You see your last patient and make more phone calls. You discuss FMLA paperwork for debilitating panic attacks and review the chronic opioid therapy plan for a patient with back pain. You finish your charting and tackle the inbox again. Your pace slows as time goes by; your brain is tired. You finally finish at 7:00 pm.

It’s Friday night. You drive to a retirement party for a colleague who has worked at your clinic for several decades. He’s surrounded by friends and family who regale the crowd with stories of grateful patients. You think about how the constant outpouring of self, the push day in and day out, threaten to overwhelm you. You know you should only do this for as long as you can give it your very best.
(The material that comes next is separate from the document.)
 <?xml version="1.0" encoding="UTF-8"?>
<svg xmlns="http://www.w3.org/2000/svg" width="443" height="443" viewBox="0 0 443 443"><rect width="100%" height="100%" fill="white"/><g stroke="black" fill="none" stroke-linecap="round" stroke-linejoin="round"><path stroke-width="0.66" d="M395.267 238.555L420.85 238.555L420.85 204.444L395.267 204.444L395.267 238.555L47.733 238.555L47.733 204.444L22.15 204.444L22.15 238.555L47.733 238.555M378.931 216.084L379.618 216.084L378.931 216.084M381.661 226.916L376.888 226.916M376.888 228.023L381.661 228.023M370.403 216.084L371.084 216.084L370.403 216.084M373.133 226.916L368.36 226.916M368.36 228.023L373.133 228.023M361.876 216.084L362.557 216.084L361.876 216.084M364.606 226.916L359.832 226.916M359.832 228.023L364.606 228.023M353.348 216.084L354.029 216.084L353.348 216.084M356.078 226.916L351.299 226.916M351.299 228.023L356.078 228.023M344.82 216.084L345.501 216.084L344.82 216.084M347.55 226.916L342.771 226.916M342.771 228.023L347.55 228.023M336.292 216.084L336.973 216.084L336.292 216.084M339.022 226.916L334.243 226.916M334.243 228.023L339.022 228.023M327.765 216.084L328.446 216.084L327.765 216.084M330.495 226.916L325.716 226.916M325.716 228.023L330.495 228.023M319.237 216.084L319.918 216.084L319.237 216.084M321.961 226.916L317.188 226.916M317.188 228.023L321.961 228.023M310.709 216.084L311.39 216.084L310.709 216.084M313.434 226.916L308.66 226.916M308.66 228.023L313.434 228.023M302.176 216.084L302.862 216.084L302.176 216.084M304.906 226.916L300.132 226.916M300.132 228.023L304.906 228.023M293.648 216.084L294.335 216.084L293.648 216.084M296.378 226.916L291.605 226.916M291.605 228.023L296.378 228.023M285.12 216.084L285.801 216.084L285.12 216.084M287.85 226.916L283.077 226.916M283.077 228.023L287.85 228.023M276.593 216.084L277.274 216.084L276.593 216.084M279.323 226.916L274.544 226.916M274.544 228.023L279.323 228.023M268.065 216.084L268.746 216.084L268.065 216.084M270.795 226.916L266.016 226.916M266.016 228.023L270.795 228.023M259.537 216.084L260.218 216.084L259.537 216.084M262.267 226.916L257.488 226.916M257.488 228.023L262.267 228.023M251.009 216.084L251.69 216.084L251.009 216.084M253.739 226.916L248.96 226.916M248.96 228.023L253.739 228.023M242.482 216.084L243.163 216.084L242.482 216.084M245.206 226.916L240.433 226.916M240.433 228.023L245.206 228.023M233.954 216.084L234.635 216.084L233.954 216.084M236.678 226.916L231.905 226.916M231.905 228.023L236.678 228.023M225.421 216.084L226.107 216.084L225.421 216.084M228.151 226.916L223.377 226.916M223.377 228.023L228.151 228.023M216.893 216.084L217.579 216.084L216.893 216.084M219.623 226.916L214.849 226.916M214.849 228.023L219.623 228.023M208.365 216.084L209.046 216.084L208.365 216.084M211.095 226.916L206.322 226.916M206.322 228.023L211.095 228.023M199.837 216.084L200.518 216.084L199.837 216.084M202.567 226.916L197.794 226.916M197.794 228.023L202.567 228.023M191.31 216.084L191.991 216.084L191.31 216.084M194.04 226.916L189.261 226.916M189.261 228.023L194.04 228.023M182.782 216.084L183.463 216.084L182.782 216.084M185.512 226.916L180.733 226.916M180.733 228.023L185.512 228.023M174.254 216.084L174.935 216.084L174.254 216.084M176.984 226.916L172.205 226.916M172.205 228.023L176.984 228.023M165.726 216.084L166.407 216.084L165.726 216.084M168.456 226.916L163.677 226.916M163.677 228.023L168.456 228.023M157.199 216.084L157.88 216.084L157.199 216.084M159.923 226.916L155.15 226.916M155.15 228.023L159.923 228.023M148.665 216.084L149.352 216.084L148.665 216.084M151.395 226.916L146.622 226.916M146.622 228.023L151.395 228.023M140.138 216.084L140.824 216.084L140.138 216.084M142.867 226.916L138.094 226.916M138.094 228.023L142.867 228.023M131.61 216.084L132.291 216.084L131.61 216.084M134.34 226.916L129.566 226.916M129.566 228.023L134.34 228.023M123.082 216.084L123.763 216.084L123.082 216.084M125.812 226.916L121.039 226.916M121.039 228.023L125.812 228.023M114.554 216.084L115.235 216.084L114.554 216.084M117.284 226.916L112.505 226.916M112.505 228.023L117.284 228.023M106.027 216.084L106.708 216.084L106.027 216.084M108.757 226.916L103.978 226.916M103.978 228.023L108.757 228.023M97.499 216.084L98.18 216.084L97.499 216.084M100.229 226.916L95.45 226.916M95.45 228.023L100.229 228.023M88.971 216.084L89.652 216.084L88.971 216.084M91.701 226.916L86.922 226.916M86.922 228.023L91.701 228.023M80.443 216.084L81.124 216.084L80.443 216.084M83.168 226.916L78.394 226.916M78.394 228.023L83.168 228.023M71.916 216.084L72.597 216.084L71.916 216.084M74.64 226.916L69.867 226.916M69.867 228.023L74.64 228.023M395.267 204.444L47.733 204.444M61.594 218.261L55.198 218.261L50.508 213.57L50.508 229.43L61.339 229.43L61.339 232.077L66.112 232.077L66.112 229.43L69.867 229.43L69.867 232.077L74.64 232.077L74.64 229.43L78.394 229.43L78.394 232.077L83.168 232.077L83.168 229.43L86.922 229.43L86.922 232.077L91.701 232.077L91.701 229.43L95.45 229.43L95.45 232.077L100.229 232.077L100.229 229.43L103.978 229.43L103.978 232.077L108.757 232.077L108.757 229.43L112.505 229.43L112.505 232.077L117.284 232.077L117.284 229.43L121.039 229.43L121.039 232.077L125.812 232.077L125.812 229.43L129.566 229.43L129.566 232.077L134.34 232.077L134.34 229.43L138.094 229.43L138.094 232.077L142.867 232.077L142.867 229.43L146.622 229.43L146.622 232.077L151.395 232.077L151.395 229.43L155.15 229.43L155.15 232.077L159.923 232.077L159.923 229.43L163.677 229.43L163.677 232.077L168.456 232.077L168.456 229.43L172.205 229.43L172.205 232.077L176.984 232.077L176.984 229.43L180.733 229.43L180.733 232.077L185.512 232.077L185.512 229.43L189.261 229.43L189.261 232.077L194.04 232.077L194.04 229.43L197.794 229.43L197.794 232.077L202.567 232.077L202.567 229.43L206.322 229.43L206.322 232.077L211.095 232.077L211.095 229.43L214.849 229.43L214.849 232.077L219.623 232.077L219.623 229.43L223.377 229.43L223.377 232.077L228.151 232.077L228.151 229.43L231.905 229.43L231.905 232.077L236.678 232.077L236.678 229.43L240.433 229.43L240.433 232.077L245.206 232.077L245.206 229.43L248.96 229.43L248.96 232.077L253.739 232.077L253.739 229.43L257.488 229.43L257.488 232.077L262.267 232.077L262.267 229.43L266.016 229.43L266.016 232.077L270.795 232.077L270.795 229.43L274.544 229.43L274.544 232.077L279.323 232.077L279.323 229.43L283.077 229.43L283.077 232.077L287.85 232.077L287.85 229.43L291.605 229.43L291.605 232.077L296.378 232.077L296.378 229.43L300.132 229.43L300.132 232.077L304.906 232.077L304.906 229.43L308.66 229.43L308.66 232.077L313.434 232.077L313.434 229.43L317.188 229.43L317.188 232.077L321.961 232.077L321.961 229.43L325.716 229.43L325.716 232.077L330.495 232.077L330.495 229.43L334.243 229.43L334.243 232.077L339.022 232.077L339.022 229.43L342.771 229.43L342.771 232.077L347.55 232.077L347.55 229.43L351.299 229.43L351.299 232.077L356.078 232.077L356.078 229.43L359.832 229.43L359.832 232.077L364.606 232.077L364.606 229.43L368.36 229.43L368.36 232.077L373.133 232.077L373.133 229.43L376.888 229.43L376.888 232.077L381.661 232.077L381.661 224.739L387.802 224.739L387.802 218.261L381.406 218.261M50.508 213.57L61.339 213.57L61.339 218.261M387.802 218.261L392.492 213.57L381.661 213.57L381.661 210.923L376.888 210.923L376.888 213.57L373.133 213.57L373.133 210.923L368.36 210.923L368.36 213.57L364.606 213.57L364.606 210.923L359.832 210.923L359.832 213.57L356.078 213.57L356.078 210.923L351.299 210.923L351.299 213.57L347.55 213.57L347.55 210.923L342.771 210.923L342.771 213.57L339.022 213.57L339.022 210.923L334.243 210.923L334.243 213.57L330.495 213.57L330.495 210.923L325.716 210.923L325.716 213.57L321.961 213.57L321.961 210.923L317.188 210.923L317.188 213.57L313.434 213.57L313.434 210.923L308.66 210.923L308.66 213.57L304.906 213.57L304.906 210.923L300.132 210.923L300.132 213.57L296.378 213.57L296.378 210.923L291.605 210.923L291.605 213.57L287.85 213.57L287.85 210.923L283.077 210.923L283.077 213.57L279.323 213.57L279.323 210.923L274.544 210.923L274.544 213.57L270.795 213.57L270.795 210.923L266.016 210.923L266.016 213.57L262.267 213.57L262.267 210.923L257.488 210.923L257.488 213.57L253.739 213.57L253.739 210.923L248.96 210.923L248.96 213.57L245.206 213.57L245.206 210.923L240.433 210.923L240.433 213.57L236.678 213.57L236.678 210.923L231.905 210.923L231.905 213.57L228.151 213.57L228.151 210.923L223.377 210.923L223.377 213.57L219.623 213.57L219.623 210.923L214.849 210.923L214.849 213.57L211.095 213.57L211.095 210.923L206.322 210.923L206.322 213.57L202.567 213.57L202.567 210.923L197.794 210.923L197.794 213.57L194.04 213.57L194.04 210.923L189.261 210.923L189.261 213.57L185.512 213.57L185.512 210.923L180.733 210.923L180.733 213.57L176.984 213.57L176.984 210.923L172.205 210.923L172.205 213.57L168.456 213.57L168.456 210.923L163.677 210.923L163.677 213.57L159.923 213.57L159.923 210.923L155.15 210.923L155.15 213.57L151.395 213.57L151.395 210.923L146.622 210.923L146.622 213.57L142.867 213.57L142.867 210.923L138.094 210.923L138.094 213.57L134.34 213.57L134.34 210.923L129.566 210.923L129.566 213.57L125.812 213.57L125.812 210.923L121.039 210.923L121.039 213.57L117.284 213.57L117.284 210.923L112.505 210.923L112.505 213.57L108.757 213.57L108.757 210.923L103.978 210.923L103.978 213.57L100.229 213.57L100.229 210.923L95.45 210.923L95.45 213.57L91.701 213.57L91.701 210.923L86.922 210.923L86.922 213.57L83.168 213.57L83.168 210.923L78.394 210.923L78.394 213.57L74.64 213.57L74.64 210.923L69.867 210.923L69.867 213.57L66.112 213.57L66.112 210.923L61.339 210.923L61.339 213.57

And you wonder: How long will that be?

Mary Pan
Seattle, Washington

Comments

3 thoughts on “Timeline”

  1. Mary–

    Clearly, you are helping many people , but you should only do it
    as long as you can, without compromising your own health

    Is there any chance you could do this job half-time?

    Would they give you another half-time job in the office where
    you would not be going out to see patients?

    Would they pay you half of your salary to see patients half-time
    while you worked another far less stressful job half-time?

    Have you looked around for other companies or agencies that
    would hire you to do what you do for fewer hours & fewer patients?

    (If you can possibly take a salary cut it would be worth it,
    This job is too stressful.

  2. Thank you for sharing the diversity and challenges of practice- and the fatigue that too much of even the most fulfilling work can bring.